Art media

In Xbox’s new artistic and historical adventure game “Pentiment,” players assume the role of a 16th-century German artist to solve murder mysteries

Art history buffs and video gamers don’t have much in common, bBut Microsoft’s Xbox could help bridge that gap with a new game called “Pentiment.”

Inspired by illuminated manuscripts, the title of the game refers to an art history term that describes the reappearance on canvas of a previously painted image.

The narrative adventure game, as the developers call it, lets players assume the role of an artist working in 16th-century Bavaria, Germany, a time of social and political upheaval.

Players are tasked with solving a series of murders, and along the way can make dialogue choices that affect the final outcome of the story, much like a choose-your-own novel.

In a demo shown to the media last week, the game’s developers at Obsidian Entertainment said they were glad Microsoft had given them enough leeway to develop a setting that wouldn’t look out of place in a history textbook. Northern Renaissance art.

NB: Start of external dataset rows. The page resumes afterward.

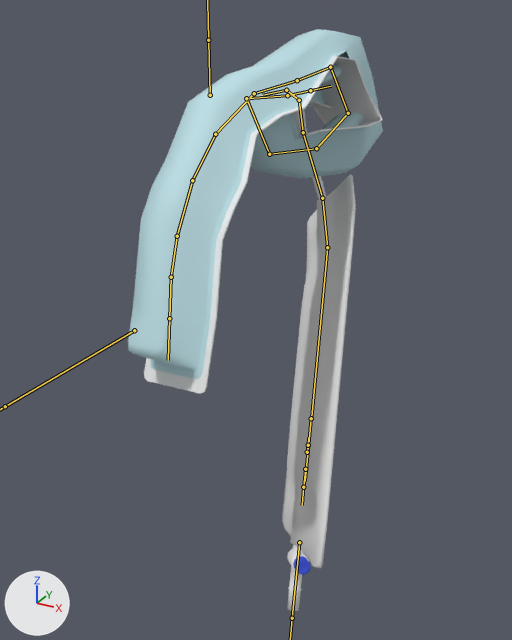
Renders of the FBX model care-up/Assets/_Models/catheter_SupertubularForSQ2.fbx from each side of a commit.
Before and after are seen from a camera (50 mm lens) standing at (0.269, -0.541, 0.061) and looking at (0.027, -0.1, -0.16). The axes (+X, +Y, +Z) are drawn at lower left. The lights are the same throughout. Both versions are drawn at frame 973 of the action 'catArm_|catheter_Supertubular_SQ2_L_Lib.002'; the numbers are the values there. The bones that bend it are drawn over the model as lines.

The first picture shows 'catCover_', 'catOuter_', 'catheter_bag_'.
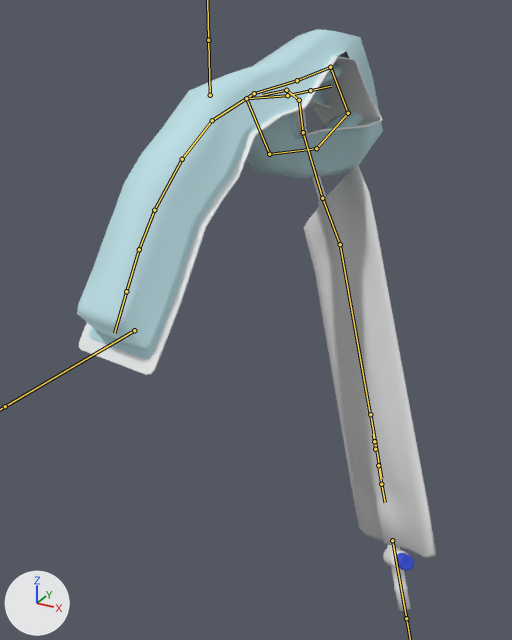
Where the change shows, as pixel boxes [x1, y1, x2, y2] in the pictures (512 x 640 px):
'catOuter_', posed (20% wider): before [128, 29, 383, 379]; after [77, 29, 383, 359]
'catheter_bag_', posed (85% wider): before [282, 109, 356, 611]; after [298, 109, 436, 611]
'catCover_', posed (27% wider): before [144, 56, 383, 394]; after [79, 56, 383, 375]
bone 'b.006', root to tip: before (254, 93) to (215, 134); after (254, 93) to (212, 120)
bone 'b_tube2', root to tip: before (322, 198) to (327, 247); after (322, 198) to (340, 244)

What changed in the scene script:
```text
Change bone_b_006:
    where bone_b_006 = bpy.data.objects['catArm_'].pose.bones['b.006']  # child of 'b.005'
    bone_b_006.rotation_quaternion: (0.976, 0.003, 0.032, 0.214) -> (0.991, 0.044, -0.086, 0.095)  # degrees (1, 3, 25) -> degrees (4, -10, 11)
Change bone_b_tube2:
    where bone_b_tube2 = bpy.data.objects['catArm_'].pose.bones['b_tube2']  # child of 'b_tube1'
    bone_b_tube2.rotation_quaternion: (0.995, -0.098, 0.0, 0.0) -> (0.998, 0.025, -0.04, -0.034)  # degrees (-11, 0, 0) -> degrees (3, -4, -4)
```

“Art history had a huge impact on the making of this game, in part because it’s a story game,” said art director Hannah Kennedy. Washington Post. “Basically, it’s a story about the experience of the artists who were working at the time. So there was a lot to learn from art history, to inform this character and his existence in this world, as well as to inform the appearance of space. It was fun to directly reference different pieces of art in the story, to give little nods because we think our audience will share a lot of interest in those same things that we find interesting.

This isn’t the first time the usually disparate worlds of contemporary art and video games have found common ground. Earlier this year, for example, Hans Ulrich Obrist curated an exhibition titled “World Building” at the Julia Stoschek Collection in Düsseldorf that examined how the expanded role of video games is finding fertile ground in certain currents of contemporary art.

This exhibition, which runs through December, includes works by artist and software engineer Sarah Friend, multimedia artist Lawrence Lek, and video artist Lu Yang, among others, many of whom deploy aspects of gaming. and programming in screen or console installations. .

“I have this hunch that the future of public art is moving more towards games,” said Obrist, curator of the exhibition, Told Artnet News at the time.

So maybe the contrast between art historians and gamers is like night and day, but maybe it makes for a nice chiaroscuro.